** ACTIVITY **
Lines from the material below that hold the string "grey" are what is needed; copy each of them.

** MATERIAL PROVIDED **
+ + +

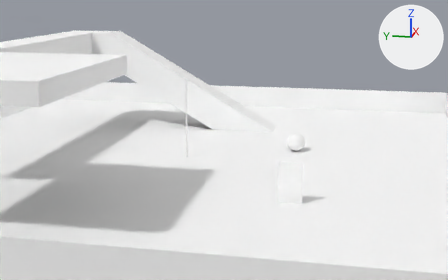
The Blender file src/main/resources/assets/levels/level2/models/level.blend as it was, and as the next commit left it.
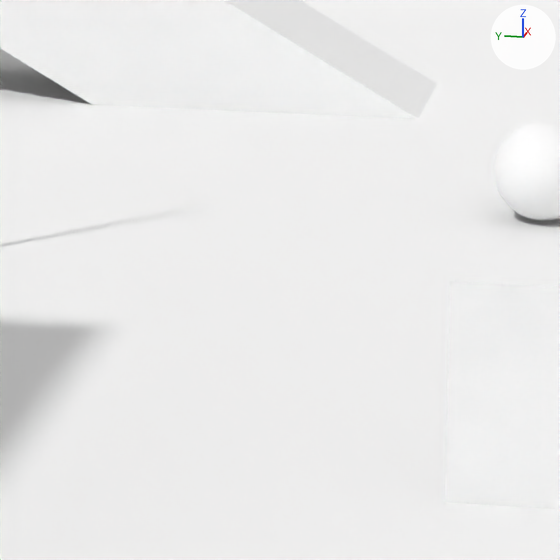
There are two pictures of each version: one from a 50 mm camera at (-61.34, -16.25, 17.42) aimed at (0.1, -3.96, 2.05), one close up on the part from 44% to 67% of the width and 40% to 76% of the height. The axes (+X, +Y, +Z) are drawn at upper right. The lights are the same throughout.
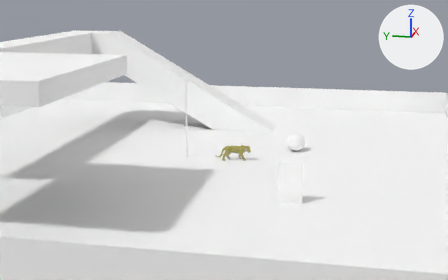
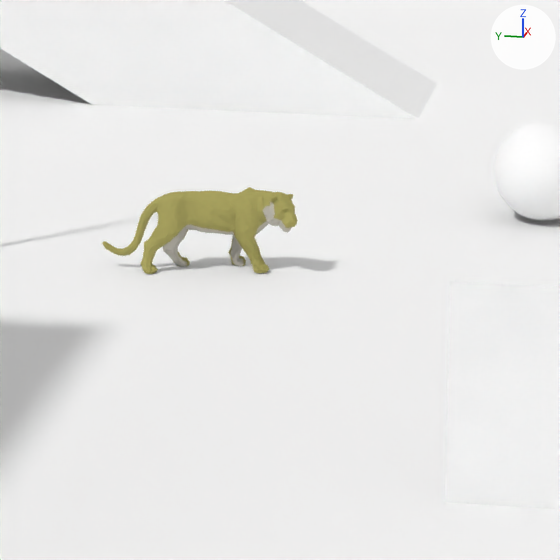
Commit message: Added particles to level2

Pixel boxes [x1, y1, x2, y2] of what changed, in the close-ups (560 x 560 px):
'tigre_sumatra_photoscan', added (yellow)
    after: [102, 187, 297, 274]
    faces in mat_dos (yellow #aaa360): [102, 187, 297, 274]
    faces in mat_ventre (grey #bebab0): [163, 202, 292, 267]

The change, as a list of edits to the scene's bpy script:
```text
Add mat_ventre:
    mat_ventre = diffuse_material('Ventre')
    mat_ventre.base_color = (0.516, 0.494, 0.432)  # grey #bebbb0
Add mat_dos:
    mat_dos = diffuse_material('Dos')
    mat_dos.base_color = (0.402, 0.368, 0.118)  # yellow #aaa360
Add me_tigre_sumatra_photoscan:
    me_tigre_sumatra_photoscan.from_pydata(...)  # 8628 vertices, 2876 faces; spans x -0.61..0.59, y -0.01..1.59, z 3.1..6.83
    # faces by material slot: [2068, 808]
    me_tigre_sumatra_photoscan.materials.append(mat_dos)  # yellow #aaa360
    me_tigre_sumatra_photoscan.materials.append(mat_ventre)  # grey #bebbb0
Add ob_tigre_sumatra_photoscan:
    ob_tigre_sumatra_photoscan = bpy.data.objects.new('tigre_sumatra_photoscan', me_tigre_sumatra_photoscan)
    ob_tigre_sumatra_photoscan.location = (0.0, 0.0, 0.0)
    ob_tigre_sumatra_photoscan.rotation_euler = (1.571, 0.0, 0.0)  # degrees (90, 0, 0)
```

+ + +

** OUTPUT BELOW **
    faces in mat_ventre (grey #bebab0): [163, 202, 292, 267]
    mat_ventre.base_color = (0.516, 0.494, 0.432)  # grey #bebbb0
    me_tigre_sumatra_photoscan.materials.append(mat_ventre)  # grey #bebbb0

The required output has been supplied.